Let us first explore IVF index:

I will create a dummy table called galaxies and insert some data:

sqlplus vector_user/vectorai@FREEPDB1

create table galaxies (id number, name varchar2(50), doc varchar2(500), embedding vector);

insert into galaxies (id, name,doc, embedding)

select 1,’M31′,’Messier 31 is a barred spiral galaxy in the Andromeda constellation which has a lot of barred spiral galaxies’,TO_VECTOR(VECTOR_EMBEDDING(doc_model USING ‘Messier 31 is a barred spiral galaxy in the Andromeda constellation which has a lot of barred spiral galaxies’ as data));

commit;

insert into galaxies (id, name,doc, embedding)

select 2,’M33′,’Messier 33 is a spiral galaxy in the Triangulum constellation’,TO_VECTOR(VECTOR_EMBEDDING(doc_model USING ‘Messier 33 is a spiral galaxy in the Triangulum constellation’ as data));

commit;

insert into galaxies (id, name,doc, embedding)

select 3,’M58′,’Messier 58 is an intermediate barred spiral galaxy in the Virgo constellation’,TO_VECTOR(VECTOR_EMBEDDING(doc_model USING ‘Messier 58 is an intermediate barred spiral galaxy in the Virgo constellation’ as data));

commit;

insert into galaxies (id, name,doc, embedding)

select 4,’M63′,’Messier 63 is a spiral galaxy in the Canes Venatici constellation’,TO_VECTOR(VECTOR_EMBEDDING(doc_model USING ‘Messier 63 is a spiral galaxy in the Canes Venatici constellation’ as data));

commit;

insert into galaxies (id, name,doc, embedding)

select 5,’M77′,’Messier 77 is a barred spiral galaxy in the Cetus constellation’,TO_VECTOR(VECTOR_EMBEDDING(doc_model USING ‘Messier 77 is a barred spiral galaxy in the Cetus constellation’ as data));

commit;

insert into galaxies (id, name,doc, embedding)

select 6,’M91′,’Messier 91 is a barred spiral galaxy in the Coma Berenices constellation’,TO_VECTOR(VECTOR_EMBEDDING(doc_model USING ‘Messier 91 is a barred spiral galaxy in the Coma Berenices constellation’ as data));

commit;

insert into galaxies (id, name,doc, embedding)

select 7,’M49′,’Messier 49 is a giant elliptical galaxy in the Virgo constellation’,TO_VECTOR(VECTOR_EMBEDDING(doc_model USING ‘Messier 49 is a giant elliptical galaxy in the Virgo constellation’ as data));

commit;

insert into galaxies (id, name,doc, embedding)

select 8,’M60′,’Messier 60 is an elliptical galaxy in the Virgo constellation’,TO_VECTOR(VECTOR_EMBEDDING(doc_model USING ‘Messier 60 is an elliptical galaxy in the Virgo constellation’ as data));

commit;

insert into galaxies (id, name,doc, embedding)

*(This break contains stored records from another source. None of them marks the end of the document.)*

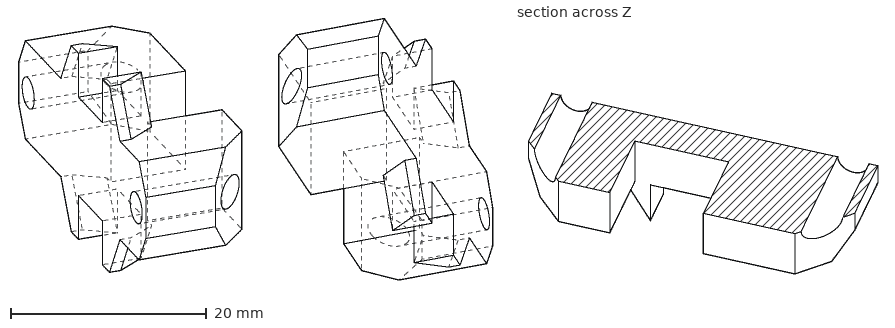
import cadquery as cq

length = 35.1
depth = 12.5
body_height = 11.1
total_height = 21.0
end_chamfer_x = 1.85
end_chamfer_z = 3.23
back_chamfer = 4.85

hole_diameter = 3.35
hole_spacing = 29.75

ear_center_x = 2.25
ear_depth = 4.28
ear_gap = 6.55
ear_tip_width = 2.0
ear_root_width = 4.88
ear_straight_depth = 1.23
ear_taper_x = ear_tip_width

channel_left = -2.85
channel_right = 7.2


def prism_along_y(points, y_start, y_length):
    """Extrude an XZ outline toward +Y."""
    plane = cq.Workplane("XZ", origin=(0, y_start, 0))
    return plane.polyline(points).close().extrude(-y_length)


def make_body():
    half_x = length / 2
    half_z = body_height / 2
    back_x = half_x - back_chamfer
    shoulder_y = depth - back_chamfer
    plan = [
        (-half_x, 0), (half_x, 0), (half_x, shoulder_y),
        (back_x, depth), (-back_x, depth), (-half_x, shoulder_y),
    ]
    block = cq.Workplane("XY", origin=(0, 0, -half_z)).polyline(plan).close().extrude(body_height)
    flat_x = half_x - end_chamfer_x
    flat_z = half_z - end_chamfer_z
    octagon = [
        (-flat_x, -half_z), (flat_x, -half_z), (half_x, -flat_z), (half_x, flat_z),
        (flat_x, half_z), (-flat_x, half_z), (-half_x, flat_z), (-half_x, -flat_z),
    ]
    return block.intersect(prism_along_y(octagon, 0, depth))


def make_ear(side_x, side_z):
    """One ear whose sloping outer side leans inward toward the back."""
    root_z = side_z * body_height / 2
    tip_z = side_z * total_height / 2
    inner_x = ear_center_x + side_x * ear_gap / 2
    tip_x = inner_x + side_x * ear_tip_width
    root_x = inner_x + side_x * ear_root_width
    outline = [(inner_x, 0), (inner_x, tip_z), (tip_x, tip_z), (root_x, root_z), (root_x, 0)]
    ear = prism_along_y(outline, 0, ear_depth)

    run = root_x - tip_x
    drop = root_z - tip_z
    start_x = tip_x - run
    start_z = tip_z - drop
    wedge_corners = [
        cq.Vector(start_x, ear_straight_depth, start_z),
        cq.Vector(start_x - side_x * ear_taper_x, ear_depth, start_z),
        cq.Vector(start_x + 2 * run, ear_depth, start_z),
        cq.Vector(start_x + 2 * run, ear_straight_depth, start_z),
    ]
    wedge_profile = cq.Wire.makePolygon(wedge_corners, close=True)
    wedge = cq.Solid.extrudeLinear(wedge_profile, [], cq.Vector(2 * run, 0, 2 * drop))
    return ear.cut(cq.Workplane(obj=wedge))


def make_channel():
    width = channel_right - channel_left
    corner = cq.Workplane("XY", origin=(channel_left, ear_depth, 0))
    return corner.box(width, depth - ear_depth, total_height, centered=(False, False, True))


def make_holes():
    centers = [(-hole_spacing / 2, 0), (hole_spacing / 2, 0)]
    return cq.Workplane("XZ").pushPoints(centers).circle(hole_diameter / 2).extrude(-depth)


result = make_body().cut(make_channel())
for side_x in (-1, 1):
    for side_z in (-1, 1):
        result = result.union(make_ear(side_x, side_z))
result = result.cut(make_holes())

select 9,’NGC1073′,’NGC 1073 is a barred spiral galaxy in Cetus constellation’,TO_VECTOR(VECTOR_EMBEDDING(doc_model USING ‘NGC 1073 is a barred spiral galaxy in Cetus constellation’ as data));

commit;

Then, let us run explain plan against a SELECT Query as shown below:

explain plan for select id, name,DOC

from galaxies

order by vector_distance(embedding, TO_VECTOR(VECTOR_EMBEDDING(doc_model USING ‘Vigro’ as data)), COSINE)

fetch approx first 2 rows only;

select * from table(dbms_xplan.display);

A Full table scan has occurred as shown below:

// don’t execute the following command in production environment as it clears out data from memory !!

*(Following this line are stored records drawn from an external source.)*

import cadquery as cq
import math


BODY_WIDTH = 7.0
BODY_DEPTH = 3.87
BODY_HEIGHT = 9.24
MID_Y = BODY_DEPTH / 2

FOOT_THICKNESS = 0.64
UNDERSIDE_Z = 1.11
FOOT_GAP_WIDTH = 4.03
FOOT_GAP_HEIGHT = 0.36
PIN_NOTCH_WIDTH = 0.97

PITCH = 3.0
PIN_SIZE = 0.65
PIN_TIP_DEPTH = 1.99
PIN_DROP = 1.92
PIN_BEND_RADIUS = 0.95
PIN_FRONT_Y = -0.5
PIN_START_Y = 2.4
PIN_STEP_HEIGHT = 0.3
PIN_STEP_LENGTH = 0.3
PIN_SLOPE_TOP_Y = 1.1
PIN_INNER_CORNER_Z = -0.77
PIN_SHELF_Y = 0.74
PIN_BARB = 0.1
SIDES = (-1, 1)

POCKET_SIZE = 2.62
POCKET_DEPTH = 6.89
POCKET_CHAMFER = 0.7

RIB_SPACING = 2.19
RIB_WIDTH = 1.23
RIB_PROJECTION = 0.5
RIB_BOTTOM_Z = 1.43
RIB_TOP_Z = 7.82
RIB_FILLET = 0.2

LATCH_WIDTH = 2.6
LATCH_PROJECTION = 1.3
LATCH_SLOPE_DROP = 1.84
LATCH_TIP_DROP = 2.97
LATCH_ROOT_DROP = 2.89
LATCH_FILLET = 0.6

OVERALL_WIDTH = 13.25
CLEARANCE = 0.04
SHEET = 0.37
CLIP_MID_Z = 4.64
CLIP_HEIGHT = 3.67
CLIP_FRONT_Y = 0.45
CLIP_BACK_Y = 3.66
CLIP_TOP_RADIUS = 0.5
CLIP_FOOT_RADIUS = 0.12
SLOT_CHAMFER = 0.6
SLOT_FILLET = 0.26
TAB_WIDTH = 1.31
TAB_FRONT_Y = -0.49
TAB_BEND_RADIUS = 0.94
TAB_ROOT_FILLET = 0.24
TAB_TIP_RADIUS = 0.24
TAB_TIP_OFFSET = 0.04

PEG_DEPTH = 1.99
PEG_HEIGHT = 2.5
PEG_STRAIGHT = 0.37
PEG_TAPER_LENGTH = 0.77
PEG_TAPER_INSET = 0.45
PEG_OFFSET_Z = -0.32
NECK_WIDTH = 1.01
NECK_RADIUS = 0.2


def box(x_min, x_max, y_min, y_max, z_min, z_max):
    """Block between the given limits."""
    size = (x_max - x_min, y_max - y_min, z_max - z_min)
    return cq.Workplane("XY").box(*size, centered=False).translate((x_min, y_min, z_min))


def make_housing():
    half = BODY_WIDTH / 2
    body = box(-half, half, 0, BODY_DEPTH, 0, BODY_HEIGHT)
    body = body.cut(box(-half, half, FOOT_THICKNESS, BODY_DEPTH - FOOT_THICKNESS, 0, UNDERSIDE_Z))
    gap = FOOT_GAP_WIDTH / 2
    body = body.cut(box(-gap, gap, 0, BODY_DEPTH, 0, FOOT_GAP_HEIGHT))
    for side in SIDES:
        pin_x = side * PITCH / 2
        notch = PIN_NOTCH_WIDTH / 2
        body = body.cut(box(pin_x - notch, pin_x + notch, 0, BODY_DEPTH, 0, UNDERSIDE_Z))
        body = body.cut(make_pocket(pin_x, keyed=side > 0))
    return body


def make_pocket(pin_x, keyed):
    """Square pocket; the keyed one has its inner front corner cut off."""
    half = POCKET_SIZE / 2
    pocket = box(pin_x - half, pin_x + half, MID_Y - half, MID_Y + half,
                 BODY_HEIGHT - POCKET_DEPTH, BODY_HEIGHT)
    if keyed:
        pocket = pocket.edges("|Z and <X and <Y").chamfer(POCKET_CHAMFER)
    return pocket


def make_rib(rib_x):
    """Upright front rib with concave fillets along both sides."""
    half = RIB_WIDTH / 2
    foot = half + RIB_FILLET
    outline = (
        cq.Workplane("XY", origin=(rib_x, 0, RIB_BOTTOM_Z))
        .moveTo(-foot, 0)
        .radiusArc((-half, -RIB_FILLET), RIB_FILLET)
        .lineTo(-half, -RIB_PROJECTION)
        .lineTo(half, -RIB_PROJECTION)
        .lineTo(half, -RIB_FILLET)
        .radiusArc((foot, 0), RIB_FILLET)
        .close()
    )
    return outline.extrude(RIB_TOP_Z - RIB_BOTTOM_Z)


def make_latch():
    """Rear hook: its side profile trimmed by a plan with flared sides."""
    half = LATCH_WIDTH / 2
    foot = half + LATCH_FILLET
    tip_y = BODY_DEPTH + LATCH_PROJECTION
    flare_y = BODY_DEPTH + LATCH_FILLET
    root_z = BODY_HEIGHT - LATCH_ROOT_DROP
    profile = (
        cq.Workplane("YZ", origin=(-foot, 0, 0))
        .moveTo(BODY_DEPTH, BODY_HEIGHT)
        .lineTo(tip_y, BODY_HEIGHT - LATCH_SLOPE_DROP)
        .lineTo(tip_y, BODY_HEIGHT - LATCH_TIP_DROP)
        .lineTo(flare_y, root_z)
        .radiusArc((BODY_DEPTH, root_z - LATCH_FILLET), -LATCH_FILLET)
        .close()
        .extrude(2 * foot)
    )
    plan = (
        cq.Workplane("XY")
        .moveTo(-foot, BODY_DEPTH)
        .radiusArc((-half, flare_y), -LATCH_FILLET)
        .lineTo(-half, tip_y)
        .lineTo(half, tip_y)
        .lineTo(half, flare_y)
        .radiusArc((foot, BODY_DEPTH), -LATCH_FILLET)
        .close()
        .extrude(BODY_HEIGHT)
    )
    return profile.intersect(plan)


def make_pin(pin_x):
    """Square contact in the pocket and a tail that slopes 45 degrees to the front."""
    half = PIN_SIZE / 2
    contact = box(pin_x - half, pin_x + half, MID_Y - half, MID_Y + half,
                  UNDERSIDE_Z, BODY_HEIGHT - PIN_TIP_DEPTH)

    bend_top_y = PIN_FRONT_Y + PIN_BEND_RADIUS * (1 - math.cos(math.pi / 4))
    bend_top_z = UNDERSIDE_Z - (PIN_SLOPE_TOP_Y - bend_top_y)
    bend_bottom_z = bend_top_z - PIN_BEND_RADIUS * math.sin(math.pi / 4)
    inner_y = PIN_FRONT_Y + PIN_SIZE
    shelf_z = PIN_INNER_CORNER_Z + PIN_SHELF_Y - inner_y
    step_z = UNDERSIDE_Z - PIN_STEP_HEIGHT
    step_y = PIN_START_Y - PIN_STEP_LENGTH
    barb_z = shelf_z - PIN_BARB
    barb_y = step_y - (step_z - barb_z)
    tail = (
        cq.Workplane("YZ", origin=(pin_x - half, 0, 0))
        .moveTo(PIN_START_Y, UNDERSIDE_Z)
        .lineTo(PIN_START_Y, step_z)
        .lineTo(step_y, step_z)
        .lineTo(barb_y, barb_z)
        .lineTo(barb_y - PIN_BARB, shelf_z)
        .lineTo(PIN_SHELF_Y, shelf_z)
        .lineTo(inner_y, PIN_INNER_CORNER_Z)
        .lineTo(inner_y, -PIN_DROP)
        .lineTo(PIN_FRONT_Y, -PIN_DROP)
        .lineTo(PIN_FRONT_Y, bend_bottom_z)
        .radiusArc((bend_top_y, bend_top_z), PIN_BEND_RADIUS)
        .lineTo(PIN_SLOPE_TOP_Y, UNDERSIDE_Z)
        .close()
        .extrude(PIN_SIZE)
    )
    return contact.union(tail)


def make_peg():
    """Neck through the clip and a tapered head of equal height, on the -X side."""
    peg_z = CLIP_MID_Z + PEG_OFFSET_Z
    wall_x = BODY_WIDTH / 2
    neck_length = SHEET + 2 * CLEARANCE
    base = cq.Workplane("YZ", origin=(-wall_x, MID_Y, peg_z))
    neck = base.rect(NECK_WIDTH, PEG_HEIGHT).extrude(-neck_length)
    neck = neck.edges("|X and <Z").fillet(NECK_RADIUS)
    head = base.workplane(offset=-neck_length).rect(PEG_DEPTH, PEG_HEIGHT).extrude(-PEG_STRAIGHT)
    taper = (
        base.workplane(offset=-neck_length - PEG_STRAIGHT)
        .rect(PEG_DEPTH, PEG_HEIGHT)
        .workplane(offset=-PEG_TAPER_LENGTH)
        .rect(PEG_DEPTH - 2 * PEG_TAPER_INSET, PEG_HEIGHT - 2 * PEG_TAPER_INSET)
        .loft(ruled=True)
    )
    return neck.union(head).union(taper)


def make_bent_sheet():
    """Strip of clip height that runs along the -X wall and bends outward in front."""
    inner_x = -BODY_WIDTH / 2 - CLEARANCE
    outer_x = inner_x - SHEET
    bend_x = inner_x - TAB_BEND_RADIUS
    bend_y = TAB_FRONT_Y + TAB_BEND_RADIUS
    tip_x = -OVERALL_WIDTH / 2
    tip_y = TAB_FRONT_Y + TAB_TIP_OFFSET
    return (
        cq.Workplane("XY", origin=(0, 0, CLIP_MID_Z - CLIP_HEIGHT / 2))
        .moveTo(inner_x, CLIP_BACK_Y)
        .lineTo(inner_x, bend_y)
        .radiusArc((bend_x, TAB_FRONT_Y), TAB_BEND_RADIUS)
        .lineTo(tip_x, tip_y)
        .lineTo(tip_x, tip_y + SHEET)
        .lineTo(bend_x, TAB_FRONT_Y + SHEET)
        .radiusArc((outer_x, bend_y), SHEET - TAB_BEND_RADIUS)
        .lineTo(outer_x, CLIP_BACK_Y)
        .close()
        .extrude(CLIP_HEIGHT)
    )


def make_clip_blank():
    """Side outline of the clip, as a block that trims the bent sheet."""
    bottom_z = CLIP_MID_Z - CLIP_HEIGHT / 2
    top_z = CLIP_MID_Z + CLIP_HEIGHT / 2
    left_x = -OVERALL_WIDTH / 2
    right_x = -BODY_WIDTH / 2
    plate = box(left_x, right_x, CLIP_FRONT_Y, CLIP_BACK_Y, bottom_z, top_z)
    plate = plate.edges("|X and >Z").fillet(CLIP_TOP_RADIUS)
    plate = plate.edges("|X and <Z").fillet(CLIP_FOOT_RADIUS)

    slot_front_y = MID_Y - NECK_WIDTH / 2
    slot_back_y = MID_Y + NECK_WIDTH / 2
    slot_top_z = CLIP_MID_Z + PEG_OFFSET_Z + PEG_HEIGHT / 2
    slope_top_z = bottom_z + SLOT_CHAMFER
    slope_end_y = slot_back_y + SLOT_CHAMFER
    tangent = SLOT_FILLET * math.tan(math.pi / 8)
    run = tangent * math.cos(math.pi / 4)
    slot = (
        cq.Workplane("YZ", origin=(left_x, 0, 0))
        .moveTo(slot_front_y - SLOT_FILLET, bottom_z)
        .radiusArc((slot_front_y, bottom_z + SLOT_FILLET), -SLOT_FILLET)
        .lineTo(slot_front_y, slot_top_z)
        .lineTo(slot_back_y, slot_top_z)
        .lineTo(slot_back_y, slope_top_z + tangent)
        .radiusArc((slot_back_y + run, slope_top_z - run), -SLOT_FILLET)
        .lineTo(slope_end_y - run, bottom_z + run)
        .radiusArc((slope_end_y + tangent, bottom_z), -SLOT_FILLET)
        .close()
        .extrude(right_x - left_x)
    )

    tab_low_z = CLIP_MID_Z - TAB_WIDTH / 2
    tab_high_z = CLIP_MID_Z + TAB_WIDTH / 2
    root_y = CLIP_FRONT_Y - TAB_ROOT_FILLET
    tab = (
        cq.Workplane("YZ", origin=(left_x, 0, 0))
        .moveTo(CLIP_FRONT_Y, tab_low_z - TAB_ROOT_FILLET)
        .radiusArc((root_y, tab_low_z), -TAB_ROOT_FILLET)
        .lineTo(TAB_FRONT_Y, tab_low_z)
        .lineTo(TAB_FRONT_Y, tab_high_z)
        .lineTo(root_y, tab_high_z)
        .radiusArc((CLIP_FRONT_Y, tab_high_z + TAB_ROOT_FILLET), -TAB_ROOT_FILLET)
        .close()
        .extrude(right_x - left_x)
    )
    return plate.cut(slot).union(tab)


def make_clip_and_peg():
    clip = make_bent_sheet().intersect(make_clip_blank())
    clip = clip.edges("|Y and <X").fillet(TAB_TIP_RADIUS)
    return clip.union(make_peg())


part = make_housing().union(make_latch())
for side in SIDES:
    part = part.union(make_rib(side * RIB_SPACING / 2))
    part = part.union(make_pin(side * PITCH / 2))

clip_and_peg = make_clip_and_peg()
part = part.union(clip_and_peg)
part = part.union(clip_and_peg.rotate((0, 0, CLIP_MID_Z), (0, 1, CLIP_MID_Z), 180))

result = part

SQL> alter system FLUSH BUFFER_CACHE;

// run the following query to check performance without index:

SQL> set timing on

SQL> select id, name,DOC

from galaxies

order by vector_distance(embedding, TO_VECTOR(VECTOR_EMBEDDING(doc_model USING ‘Vigro’ as data)), COSINE)

fetch approx first 2 rows only;

The execution time was 240 millisecond

Will create an index:

SQL> CREATE VECTOR INDEX galaxies_ivf_idx ON galaxies (embedding) ORGANIZATION NEIGHBOR PARTITIONS

DISTANCE COSINE

WITH TARGET ACCURACY 95;

// don’t execute the following command in production environment as it clears out data from memory !!

SQL> alter system FLUSH BUFFER_CACHE;

SQL> alter system flush shared_pool;

// checking the run time of the SELECT statement after adding an index:

SQL> set timing on

SQL> select id, name,DOC

from galaxies

order by vector_distance(embedding, TO_VECTOR(VECTOR_EMBEDDING(doc_model USING ‘Vigro’ as data)), COSINE)

fetch approx first 2 rows only;

The execution time was 37 milliseconds

So, indexes are very important when dealing with vector data in your Oracle database system.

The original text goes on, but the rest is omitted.